The pictures chosen by the owner are to show off his flash and movement, they're not good shots for a conformation critique. Besides, this isn't your horse or one you plan on purchasing, so nobody has the right to critique him.

As far as for what disciplines he might be best suited, I'd want to know his bloodlines and what his sire, dam, and siblings have done successfully. Any reputable breeder has a reason they put together the dam and sire to produce this particular horse.

If you and your friend want to post your own horses for critique, I'll he more than happy to tell you what I see. Some random horse pulled off a sale site without permission of the owner, no.


----------



## uflrh9y (Jun 29, 2012)

Speed Racer said:


> The pictures chosen by the owner are to show off his flash and movement, they're not good shots for a conformation critique. Besides, this isn't your horse or one you plan on purchasing, so nobody has the right to critique him.
> 
> As far as for what disciplines he might be best suited, I'd want to know his bloodlines and what his sire, dam, and siblings have done successfully. Any reputable breeder has a reason they put together the dam and sire to produce this particular horse.
> 
> If you and your friend want to post your own horses for critique, I'll he more than happy to tell you what I see. Some random horse pulled off a sale site without permission of the owner, no.


I'm fairly new here, but is this a rule? I'm not sure I understand why one can't do conformation critique of a horse for practice if it is not theirs? It's from a for sale site, so obviously they posted the pictures for public viewing and expect people to critique in order to purchase. For horse judging teams, they always critique pictures of various horses pulled from the web or magazines just for the sake of practicing. 

Again, maybe it's a rule on this forum and if so I will gladly remove my critique. Thank you.


----------



## Speed Racer (Oct 21, 2009)

Yes, it's a rule. But it shouldn't have to be, because unless an owner is specifically asking you to tear apart their horse it's in extremely bad taste, regardless if the animal is up for sale. 

Posting pictures on a sale ad is NOT an invitation for random people to critique a horse. I'd be livid if I found pictures of mine being torn apart by people I don't know.

Besides, 'ears too long'? How is that relevant?
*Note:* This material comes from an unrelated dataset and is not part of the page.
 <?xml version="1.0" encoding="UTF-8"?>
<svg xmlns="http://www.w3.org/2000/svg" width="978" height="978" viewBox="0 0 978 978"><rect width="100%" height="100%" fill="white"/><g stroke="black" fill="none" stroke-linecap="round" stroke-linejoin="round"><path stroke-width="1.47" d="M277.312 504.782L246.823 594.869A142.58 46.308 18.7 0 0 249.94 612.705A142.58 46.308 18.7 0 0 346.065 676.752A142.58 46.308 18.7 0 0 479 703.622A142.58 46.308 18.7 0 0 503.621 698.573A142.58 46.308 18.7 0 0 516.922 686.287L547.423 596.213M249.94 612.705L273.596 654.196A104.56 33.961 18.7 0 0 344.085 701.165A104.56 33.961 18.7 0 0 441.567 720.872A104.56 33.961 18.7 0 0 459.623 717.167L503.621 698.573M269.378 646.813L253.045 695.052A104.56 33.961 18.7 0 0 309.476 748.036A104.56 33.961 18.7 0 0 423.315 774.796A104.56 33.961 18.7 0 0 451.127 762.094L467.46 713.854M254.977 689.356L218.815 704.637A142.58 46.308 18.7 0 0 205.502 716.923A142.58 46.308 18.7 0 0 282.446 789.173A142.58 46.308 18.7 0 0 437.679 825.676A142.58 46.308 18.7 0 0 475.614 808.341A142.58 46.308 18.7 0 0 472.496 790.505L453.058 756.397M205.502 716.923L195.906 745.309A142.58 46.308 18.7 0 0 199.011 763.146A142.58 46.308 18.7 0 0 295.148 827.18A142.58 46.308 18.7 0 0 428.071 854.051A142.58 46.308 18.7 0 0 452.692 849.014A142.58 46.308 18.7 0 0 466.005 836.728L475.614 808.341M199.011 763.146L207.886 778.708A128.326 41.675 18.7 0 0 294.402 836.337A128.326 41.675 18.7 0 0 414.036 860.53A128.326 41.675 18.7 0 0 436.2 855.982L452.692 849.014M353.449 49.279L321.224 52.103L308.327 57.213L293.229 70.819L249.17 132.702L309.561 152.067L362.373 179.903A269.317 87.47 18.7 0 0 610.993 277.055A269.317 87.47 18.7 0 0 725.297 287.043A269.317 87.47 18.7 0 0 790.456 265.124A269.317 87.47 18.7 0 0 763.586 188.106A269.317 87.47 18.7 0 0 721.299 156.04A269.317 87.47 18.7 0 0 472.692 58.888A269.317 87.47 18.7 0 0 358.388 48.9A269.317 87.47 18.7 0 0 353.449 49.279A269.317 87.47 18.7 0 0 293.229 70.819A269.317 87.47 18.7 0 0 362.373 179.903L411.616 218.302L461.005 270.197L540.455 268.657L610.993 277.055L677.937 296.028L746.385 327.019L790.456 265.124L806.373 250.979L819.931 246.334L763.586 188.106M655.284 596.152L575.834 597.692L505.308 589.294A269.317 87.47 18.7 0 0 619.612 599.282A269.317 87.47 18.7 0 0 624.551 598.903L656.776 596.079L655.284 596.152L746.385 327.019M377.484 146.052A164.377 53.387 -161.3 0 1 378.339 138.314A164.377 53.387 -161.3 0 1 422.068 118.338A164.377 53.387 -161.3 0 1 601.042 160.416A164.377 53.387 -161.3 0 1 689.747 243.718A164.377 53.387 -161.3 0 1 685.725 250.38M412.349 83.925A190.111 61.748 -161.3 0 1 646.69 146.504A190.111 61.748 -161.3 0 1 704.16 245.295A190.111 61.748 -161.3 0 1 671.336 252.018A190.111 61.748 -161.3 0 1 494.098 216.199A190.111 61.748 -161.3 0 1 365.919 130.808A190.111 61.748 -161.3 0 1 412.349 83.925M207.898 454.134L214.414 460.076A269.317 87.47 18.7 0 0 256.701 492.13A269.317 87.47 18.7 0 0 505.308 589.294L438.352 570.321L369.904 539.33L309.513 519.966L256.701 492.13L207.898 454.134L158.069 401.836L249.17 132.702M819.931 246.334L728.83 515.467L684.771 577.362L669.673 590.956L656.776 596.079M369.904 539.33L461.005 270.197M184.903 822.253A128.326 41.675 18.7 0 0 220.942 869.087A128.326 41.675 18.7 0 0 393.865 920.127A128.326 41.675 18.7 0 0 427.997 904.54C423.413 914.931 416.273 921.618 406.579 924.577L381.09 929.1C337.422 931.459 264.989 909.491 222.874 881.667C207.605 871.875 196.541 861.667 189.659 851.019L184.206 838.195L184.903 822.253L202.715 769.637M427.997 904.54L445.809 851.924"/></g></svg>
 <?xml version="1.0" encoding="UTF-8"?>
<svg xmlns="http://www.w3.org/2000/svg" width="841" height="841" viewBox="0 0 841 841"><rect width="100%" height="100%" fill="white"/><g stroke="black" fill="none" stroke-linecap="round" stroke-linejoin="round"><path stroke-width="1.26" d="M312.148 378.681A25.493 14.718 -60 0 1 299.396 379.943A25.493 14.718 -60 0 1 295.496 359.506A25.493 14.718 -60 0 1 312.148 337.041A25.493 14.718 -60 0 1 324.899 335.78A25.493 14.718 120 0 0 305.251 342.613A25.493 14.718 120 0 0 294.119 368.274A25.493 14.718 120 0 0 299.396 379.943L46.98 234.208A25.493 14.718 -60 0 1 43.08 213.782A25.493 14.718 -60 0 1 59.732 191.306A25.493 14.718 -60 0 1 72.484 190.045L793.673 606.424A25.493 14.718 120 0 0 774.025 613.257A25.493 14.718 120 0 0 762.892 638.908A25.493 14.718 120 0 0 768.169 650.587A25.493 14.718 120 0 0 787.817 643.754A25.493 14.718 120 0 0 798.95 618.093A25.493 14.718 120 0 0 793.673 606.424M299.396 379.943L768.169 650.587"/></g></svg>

That's not a point to critique, it's a personal prejudice.


----------



## uflrh9y (Jun 29, 2012)

Wow. Well I don't consider conformation critique as pulling apart or bashing a horse. So maybe that is the difference between how you see it and how I see it. But please realize that there are people here, including myself, who don't know the rules and maybe it would be in better taste to kindly explain them. I don't believe the original posters had the intention of being mean or bashing someone's horse and I know for certain I sure didn't. 

And ears are very relevant on the Arab. This is from the Purebred Arabian Standard of Excellence manual...


> The head is a distinctive feature of the Arabian breed. It should be short with a broad forehead and deep circular jowls set wide apart, and tapers to a small, refined muzzle. The ears are short, pricked and alert with fine edges and well defined tips curved delicately inwards.


The op stated that this was for practice for horse judging so one should judge based off the standard. I've judged Arab halter classes back in the day, so that is where I was coming from. It has nothing to do with personal prejudice but breed standard.


----------



## QtrBel (May 31, 2012)

My impression when reading the courtesies when I joined was this was a no-no. I'll add though back when I kept several horse mag subscriptions up to date there were confirmation sections just for this purpose. They are a tool to use to learn to critique as well as place. I know I found several cattle sites that offered this as well and used them as a tool for my students. Maybe your library has back issues of a mag that you could use so that you could practice with several.


----------



## uflrh9y (Jun 29, 2012)

Thank you QtrBel. I completely understand if this is a forum rule and I appreciate you bringing it to my attention. 

My favorite section of Practical Horseman was the conformation section at the back. I used to cut them out back in the day. Brings back memories. 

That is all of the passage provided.